Why Kenyans rely on witchcraft

NAIROBI: In 1997, out of curiosity, I asked Gacamuku, a well-known Mbeere witchdoctor about a tale told about him. The story goes that the sorcerer was once presented before a magistrate.

Upon pronouncing judgement jailing him for three months, the medicine man replied, ‘I also jail you...’ The magistrate, so the tale goes, was stuck on his seat in the courtroom and the sorcerer had to be called to ‘release’ him.

This is a common selling story for sorcerers in the region. I forgot about the incident until recently when someone in my WhatsApp group hysterically claimed that our village has turned to witchcraft to solve rising theft.

There was a burst of holy anger and self-righteousness! An angry villager had hired a witchdoctor to catch the thief who had stolen his only cow.
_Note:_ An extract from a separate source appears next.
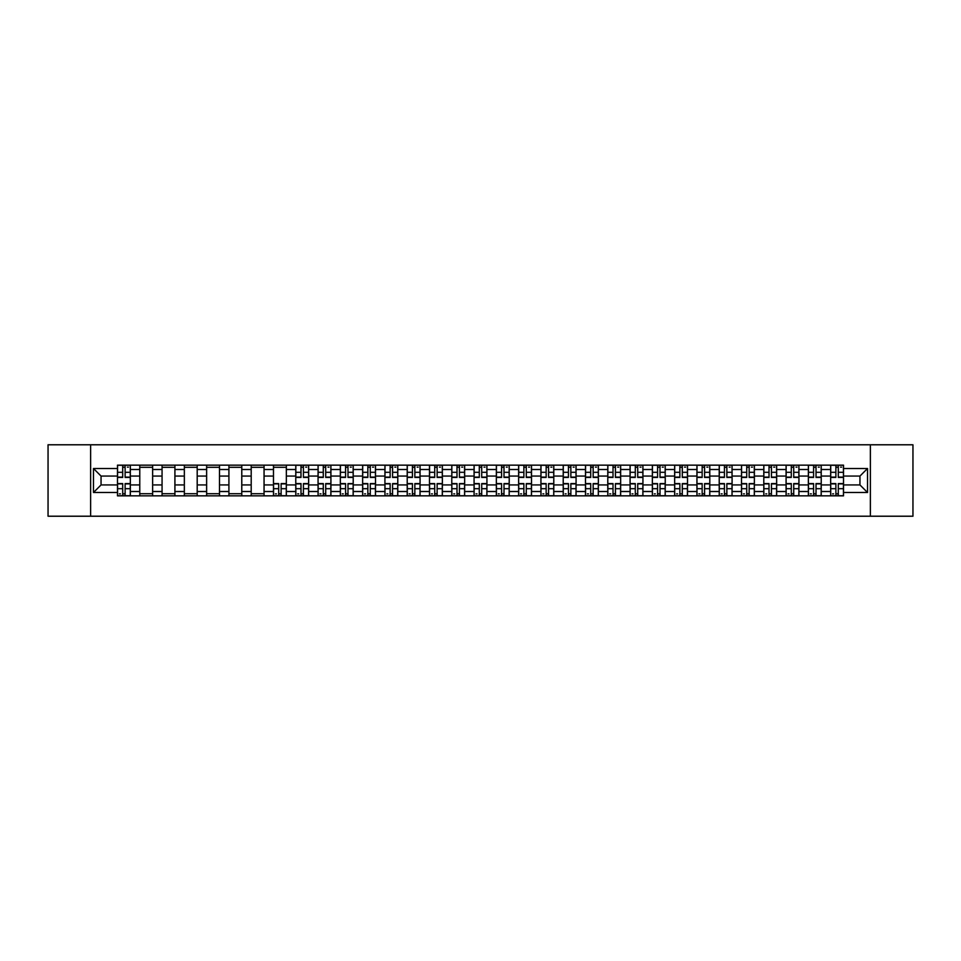 <?xml version="1.0" encoding="UTF-8"?>
<svg xmlns="http://www.w3.org/2000/svg" width="961" height="961" viewBox="0 0 961 961"><rect width="100%" height="100%" fill="white"/><g stroke="black" fill="none" stroke-linecap="round" stroke-linejoin="round"><path stroke-width="1.44" d="M870.378 516.213L912.95 516.213L912.95 444.787L48.05 444.787L48.05 516.213L870.378 516.213L870.378 444.787M139.765 495.852L139.765 469.497L130.336 469.497L130.336 495.852M130.336 469.497L130.336 465.148M139.765 469.497L139.765 465.148M152.631 465.148L152.631 495.852M162.061 495.852L162.061 465.148M174.914 465.148L174.914 495.852M184.344 495.852L184.344 465.148M197.197 465.148L197.197 495.852M206.627 495.852L206.627 465.148M219.492 465.148L219.492 495.852M228.91 495.852L228.91 465.148M241.776 465.148L241.776 495.852M251.205 495.852L251.205 465.148M264.059 465.148L264.059 495.852M273.489 495.852L273.489 465.148M286.342 465.148L286.342 495.852M295.772 495.852L295.772 465.148M308.637 465.148L308.637 495.852M318.067 495.852L318.067 465.148M330.92 465.148L330.92 495.852M340.35 495.852L340.35 465.148M353.204 465.148L353.204 495.852M362.633 495.852L362.633 465.148M375.499 465.148L375.499 495.852M384.929 495.852L384.929 465.148M397.782 465.148L397.782 495.852M407.212 495.852L407.212 465.148M420.065 465.148L420.065 495.852M429.495 495.852L429.495 465.148M442.36 465.148L442.36 495.852M451.79 495.852L451.79 465.148M464.643 465.148L464.643 495.852M474.073 495.852L474.073 465.148M486.927 465.148L486.927 495.852M496.356 495.852L496.356 465.148M509.21 465.148L509.21 495.852M518.64 495.852L518.64 465.148M531.505 465.148L531.505 495.852M540.935 495.852L540.935 465.148M553.788 465.148L553.788 495.852M563.218 495.852L563.218 465.148M576.071 465.148L576.071 495.852M585.501 495.852L585.501 465.148M598.367 465.148L598.367 495.852M607.796 495.852L607.796 465.148M620.65 465.148L620.65 495.852M630.08 495.852L630.08 465.148M642.933 465.148L642.933 495.852M652.363 495.852L652.363 465.148M665.228 465.148L665.228 495.852M674.658 495.852L674.658 465.148M687.511 465.148L687.511 495.852M696.941 495.852L696.941 465.148M709.795 465.148L709.795 495.852M719.224 495.852L719.224 465.148M732.09 465.148L732.09 495.852M741.508 495.852L741.508 465.148M754.373 465.148L754.373 495.852M763.803 495.852L763.803 465.148M776.656 465.148L776.656 495.852M786.086 495.852L786.086 465.148M798.939 465.148L798.939 495.852M808.369 495.852L808.369 465.148M821.235 465.148L821.235 495.852M830.664 495.852L830.664 465.148M830.664 484.933L821.235 484.933M808.369 484.933L798.939 484.933M786.086 484.933L776.656 484.933M763.803 484.933L754.373 484.933M741.508 484.933L732.09 484.933M719.224 484.933L709.795 484.933M696.941 484.933L687.511 484.933M674.658 484.933L665.228 484.933M652.363 484.933L642.933 484.933M630.08 484.933L620.65 484.933M607.796 484.933L598.367 484.933M585.501 484.933L576.071 484.933M563.218 484.933L553.788 484.933M540.935 484.933L531.505 484.933M518.64 484.933L509.21 484.933M496.356 484.933L486.927 484.933M474.073 484.933L464.643 484.933M451.79 484.933L442.36 484.933M429.495 484.933L420.065 484.933M407.212 484.933L397.782 484.933M384.929 484.933L375.499 484.933M362.633 484.933L353.204 484.933M340.35 484.933L330.92 484.933M318.067 484.933L308.637 484.933M295.772 484.933L286.342 484.933M273.489 484.933L264.059 484.933M251.205 484.933L241.776 484.933M228.91 484.933L219.492 484.933M206.627 484.933L197.197 484.933M184.344 484.933L174.914 484.933M162.061 484.933L152.631 484.933M139.765 484.933L130.336 484.933M830.664 476.067L821.235 476.067M808.369 476.067L798.939 476.067M786.086 476.067L776.656 476.067M763.803 476.067L754.373 476.067M741.508 476.067L732.09 476.067M719.224 476.067L709.795 476.067M696.941 476.067L687.511 476.067M674.658 476.067L665.228 476.067M652.363 476.067L642.933 476.067M630.08 476.067L620.65 476.067M607.796 476.067L598.367 476.067M585.501 476.067L576.071 476.067M563.218 476.067L553.788 476.067M540.935 476.067L531.505 476.067M518.64 476.067L509.21 476.067M496.356 476.067L486.927 476.067M474.073 476.067L464.643 476.067M451.79 476.067L442.36 476.067M429.495 476.067L420.065 476.067M407.212 476.067L397.782 476.067M384.929 476.067L375.499 476.067M362.633 476.067L353.204 476.067M340.35 476.067L330.92 476.067M318.067 476.067L308.637 476.067M295.772 476.067L286.342 476.067M273.489 476.067L264.059 476.067M251.205 476.067L241.776 476.067M228.91 476.067L219.492 476.067M206.627 476.067L197.197 476.067M184.344 476.067L174.914 476.067M162.061 476.067L152.631 476.067M139.765 476.067L130.336 476.067M101.049 484.933L117.482 484.933L117.482 476.067L101.049 476.067L101.049 484.933L93.481 492.5L93.481 468.5L117.482 468.5L117.482 476.067M843.518 476.067L843.518 484.933L859.951 484.933L859.951 476.067L843.518 476.067L843.518 465.148L117.482 465.148L117.482 468.5M843.518 468.5L867.519 468.5L867.519 492.5L843.518 492.5L843.518 484.933M117.482 484.933L117.482 495.852L843.518 495.852L843.518 492.5M117.482 492.5L93.481 492.5M90.622 516.213L90.622 444.787M125.122 493.714L122.696 493.714M122.696 467.286L125.122 467.286M152.631 493.714L139.765 493.714M139.765 467.286L152.631 467.286M174.914 493.714L162.061 493.714M162.061 467.286L174.914 467.286M197.197 493.714L184.344 493.714M184.344 467.286L197.197 467.286M219.492 493.714L206.627 493.714M206.627 467.286L219.492 467.286M241.776 493.714L228.91 493.714M228.91 467.286L241.776 467.286M264.059 493.714L251.205 493.714M251.205 467.286L264.059 467.286M281.129 493.714L278.702 493.714M273.489 467.286L286.342 467.286M303.424 493.714L300.985 493.714M300.985 467.286L303.424 467.286M325.707 493.714L323.28 493.714M323.28 467.286L325.707 467.286M347.99 493.714L345.564 493.714M345.564 467.286L347.99 467.286M370.285 493.714L367.847 493.714M367.847 467.286L370.285 467.286M392.568 493.714L390.142 493.714M390.142 467.286L392.568 467.286M414.852 493.714L412.425 493.714M412.425 467.286L414.852 467.286M437.135 493.714L434.708 493.714M434.708 467.286L437.135 467.286M459.43 493.714L457.004 493.714M457.004 467.286L459.43 467.286M481.713 493.714L479.287 493.714M479.287 467.286L481.713 467.286M503.996 493.714L501.57 493.714M501.57 467.286L503.996 467.286M526.292 493.714L523.865 493.714M523.865 467.286L526.292 467.286M548.575 493.714L546.148 493.714M546.148 467.286L548.575 467.286M570.858 493.714L568.431 493.714M568.431 467.286L570.858 467.286M593.153 493.714L590.715 493.714M590.715 467.286L593.153 467.286M615.436 493.714L613.01 493.714M613.01 467.286L615.436 467.286M637.72 493.714L635.293 493.714M635.293 467.286L637.72 467.286M660.015 493.714L657.576 493.714M657.576 467.286L660.015 467.286M682.298 493.714L679.871 493.714M679.871 467.286L682.298 467.286M704.581 493.714L702.155 493.714M702.155 467.286L704.581 467.286M726.864 493.714L724.438 493.714M724.438 467.286L726.864 467.286M749.16 493.714L746.733 493.714M746.733 467.286L749.16 467.286M771.443 493.714L769.016 493.714M769.016 467.286L771.443 467.286M793.726 493.714L791.299 493.714M791.299 467.286L793.726 467.286M816.021 493.714L813.583 493.714M813.583 467.286L816.021 467.286M838.304 493.714L835.878 493.714M835.878 467.286L838.304 467.286M93.481 468.5L101.049 476.067M859.951 484.933L867.519 492.5M859.951 476.067L867.519 468.5M125.122 477.425L125.122 465.28L130.264 465.28L130.264 477.425L125.122 477.425M122.696 467.142L125.122 467.142M127.417 467.142L128.414 467.142M127.2 465.28L117.554 465.28L117.554 477.425L122.696 477.425L122.696 465.28L120.63 465.28M122.696 483.575L122.696 495.72L117.554 495.72L117.554 483.575L122.696 483.575M125.122 493.858L122.696 493.858M120.413 493.858L119.416 493.858M120.63 495.72L130.264 495.72L130.264 483.575L125.122 483.575L125.122 495.72L127.2 495.72M303.424 477.425L303.424 465.28L308.565 465.28L308.565 477.425L303.424 477.425M300.985 467.142L303.424 467.142M305.706 467.142L306.703 467.142M305.49 465.28L295.844 465.28L295.844 477.425L300.985 477.425L300.985 465.28L298.919 465.28M325.707 477.425L325.707 465.28L330.848 465.28L330.848 477.425L325.707 477.425M323.28 467.142L325.707 467.142M327.989 467.142L328.998 467.142M327.773 465.28L318.139 465.28L318.139 477.425L323.28 477.425L323.28 465.28L321.202 465.28M347.99 477.425L347.99 465.28L353.131 465.28L353.131 477.425L347.99 477.425M345.564 467.142L347.99 467.142M350.284 467.142L351.282 467.142M350.068 465.28L340.422 465.28L340.422 477.425L345.564 477.425L345.564 465.28L343.497 465.28M370.285 477.425L370.285 465.28L375.427 465.28L375.427 477.425L370.285 477.425M367.847 467.142L370.285 467.142M372.568 467.142L373.565 467.142M372.351 465.28L362.705 465.28L362.705 477.425L367.847 477.425L367.847 465.28L365.781 465.28M392.568 477.425L392.568 465.28L397.71 465.28L397.71 477.425L392.568 477.425M390.142 467.142L392.568 467.142M394.851 467.142L395.848 467.142M394.635 465.28L385.001 465.28L385.001 477.425L390.142 477.425L390.142 465.28L388.064 465.28M414.852 477.425L414.852 465.28L419.993 465.28L419.993 477.425L414.852 477.425M412.425 467.142L414.852 467.142M417.134 467.142L418.143 467.142M416.93 465.28L407.284 465.28L407.284 477.425L412.425 477.425L412.425 465.28L410.359 465.28M437.135 477.425L437.135 465.28L442.288 465.28L442.288 477.425L437.135 477.425M434.708 467.142L437.135 467.142M439.429 467.142L440.426 467.142M439.213 465.28L429.567 465.28L429.567 477.425L434.708 477.425L434.708 465.28L432.642 465.28M459.43 477.425L459.43 465.28L464.571 465.28L464.571 477.425L459.43 477.425M457.004 467.142L459.43 467.142M461.712 467.142L462.709 467.142M461.496 465.28L451.85 465.28L451.85 477.425L457.004 477.425L457.004 465.28L454.925 465.28M481.713 477.425L481.713 465.28L486.855 465.28L486.855 477.425L481.713 477.425M479.287 467.142L481.713 467.142M483.996 467.142L485.005 467.142M483.791 465.28L474.145 465.28L474.145 477.425L479.287 477.425L479.287 465.28L477.209 465.28M503.996 477.425L503.996 465.28L509.15 465.28L509.15 477.425L503.996 477.425M501.57 467.142L503.996 467.142M506.291 467.142L507.288 467.142M506.075 465.28L496.429 465.28L496.429 477.425L501.57 477.425L501.57 465.28L499.504 465.28M526.292 477.425L526.292 465.28L531.433 465.28L531.433 477.425L526.292 477.425M523.865 467.142L526.292 467.142M528.574 467.142L529.571 467.142M528.358 465.28L518.712 465.28L518.712 477.425L523.865 477.425L523.865 465.28L521.787 465.28M548.575 477.425L548.575 465.28L553.716 465.28L553.716 477.425L548.575 477.425M546.148 467.142L548.575 467.142M550.857 467.142L551.866 467.142M550.641 465.28L541.007 465.28L541.007 477.425L546.148 477.425L546.148 465.28L544.07 465.28M570.858 477.425L570.858 465.28L575.999 465.28L575.999 477.425L570.858 477.425M568.431 467.142L570.858 467.142M573.152 467.142L574.149 467.142M572.936 465.28L563.29 465.28L563.29 477.425L568.431 477.425L568.431 465.28L566.365 465.28M593.153 477.425L593.153 465.28L598.295 465.28L598.295 477.425L593.153 477.425M590.715 467.142L593.153 467.142M595.436 467.142L596.433 467.142M595.219 465.28L585.573 465.28L585.573 477.425L590.715 477.425L590.715 465.28L588.649 465.28M278.702 483.575L278.702 495.72L273.561 495.72L273.561 483.575L278.702 483.575M281.129 493.858L278.702 493.858M276.42 493.858L275.423 493.858M276.636 495.72L286.282 495.72L286.282 483.575L281.129 483.575L281.129 495.72L283.207 495.72M300.985 483.575L300.985 495.72L295.844 495.72L295.844 483.575L300.985 483.575M303.424 493.858L300.985 493.858M298.703 493.858L297.706 493.858M298.919 495.72L308.565 495.72L308.565 483.575L303.424 483.575L303.424 495.72L305.49 495.72M323.28 483.575L323.28 495.72L318.139 495.72L318.139 483.575L323.28 483.575M325.707 493.858L323.28 493.858M320.998 493.858L319.989 493.858M321.202 495.72L330.848 495.72L330.848 483.575L325.707 483.575L325.707 495.72L327.773 495.72M345.564 483.575L345.564 495.72L340.422 495.72L340.422 483.575L345.564 483.575M347.99 493.858L345.564 493.858M343.281 493.858L342.284 493.858M343.497 495.72L353.131 495.72L353.131 483.575L347.99 483.575L347.99 495.72L350.068 495.72M367.847 483.575L367.847 495.72L362.705 495.72L362.705 483.575L367.847 483.575M370.285 493.858L367.847 493.858M365.564 493.858L364.567 493.858M365.781 495.72L375.427 495.72L375.427 483.575L370.285 483.575L370.285 495.72L372.351 495.72M390.142 483.575L390.142 495.72L385.001 495.72L385.001 483.575L390.142 483.575M392.568 493.858L390.142 493.858M387.848 493.858L386.851 493.858M388.064 495.72L397.71 495.72L397.71 483.575L392.568 483.575L392.568 495.72L394.635 495.72M412.425 483.575L412.425 495.72L407.284 495.72L407.284 483.575L412.425 483.575M414.852 493.858L412.425 493.858M410.143 493.858L409.134 493.858M410.359 495.72L419.993 495.72L419.993 483.575L414.852 483.575L414.852 495.72L416.93 495.72M434.708 483.575L434.708 495.72L429.567 495.72L429.567 483.575L434.708 483.575M437.135 493.858L434.708 493.858M432.426 493.858L431.429 493.858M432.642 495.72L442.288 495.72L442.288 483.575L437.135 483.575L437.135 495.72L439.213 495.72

Now, I am neither concerned with its practicality nor the moral-religious arguments that this subject immediately provokes. My interest here is purely the ‘why’.

Open witchcraft is rare in Central province. What people do secretly is a different matter. So when one hears that in Tetu, Nyeri County, after over a century of evangelisation and western education, people are using the occult to solve problems, there is ground for moral outrage.

But I asked the WhatsApp group: What would you do if your only source of income is stolen? (A) Report to bwana chief and wait until cows come home (pun intended), (B) pray the rosary or if you are of protestant persuasion conduct kesha where the pastor invokes the wrath of God on the thief, (C) hire a sorcerer for Sh5,000?

Nobody answered. It set me thinking. You surely have seen on TV thieves ‘eating’ grass after alleged bewitchment. Is it not quicker? You pay a wizard ‘to trace the footsteps’ of the thief and voila, the following morning a guy is mowing grass on the roadside using his teeth. And you get your cow back or the monetary equivalent.

And better, thieves will never touch anything in the village.
Why do people continue believing in witchcraft? The simple answer is that it helps for some people.

The imposition of the European God, his rival Satan and his militia of supporting demons did not kill African witchcraft. The accompanying western architecture of government merely suppressed traditional means of making sense of this life.

Prof Anne-Maria Makhulu, an anthropologist at Duke University, writes that humans still resort to magic to cope with desperate medical, emotional, and financial situations in these heady times.

There are three legitimate mechanisms of social control: one, government, which we allow to use all sorts of methods to maintain social order. Two, religion; where the fear of eternal damnation persuades us to keep trying to be good.

Three, customs where the society punishes us through alienation or torment by spirits if we don’t abide with the norms. Witchcraft, scholars tell us was one of the tools used in the traditional society to control and balance society.

So strong was it that the colonial government banned it, and so did the independent Kenyan government. No government wants citizens believing in powers that it cannot control.

However, with life rapidly becoming complicated, modern governments and the churches can no longer provide all the answers to the questions unleashed by globalisation.Progress through scientific thinking has proven inadequate in answering the numerous questions it raises. Witchcraft helps some people to articulate the internal contradictions of modernity.

The farmer who loses his cow no longer gets quick answers from the Government, though he is supposed to vote and pay taxes to enable the same government protect his property.

The farmer is forced to look for his own catch-thief mechanisms.
The moral framework subscribed by the church fails to prevent the thief from doing his thing despite threats of hellfire.

The poor man cannot make sense of how his neighbour’s government employed daughter, who dropped out of school in form four, is suddenly putting up some flats in town.

The poor farmer’s degree holding son has been languishing at home for years. And that rich man or woman wants a shortcut to corporate or political power!

Selina H Stenberg tell us in ‘Modernity Through the eyes of Witchcraft’ that this “extremely unequal world..., witchcraft is increasingly employed as a means of explaining and tackling human misfortune.”

In this rising uncertainty, people, rich or poor, resort to the occult. Humanity does not allow for a free fall. It creates cushions where they don’t exist. When everything fails, we get such cases like Paul Magu’s, of cult-based tragedies.

Note that the rise of cultish practices, the ‘gospel of prosperity’, get-rich-quick schemes and the idea that someone called Satan can dole out free money rose when the central government started failing sometimes in the 1980s.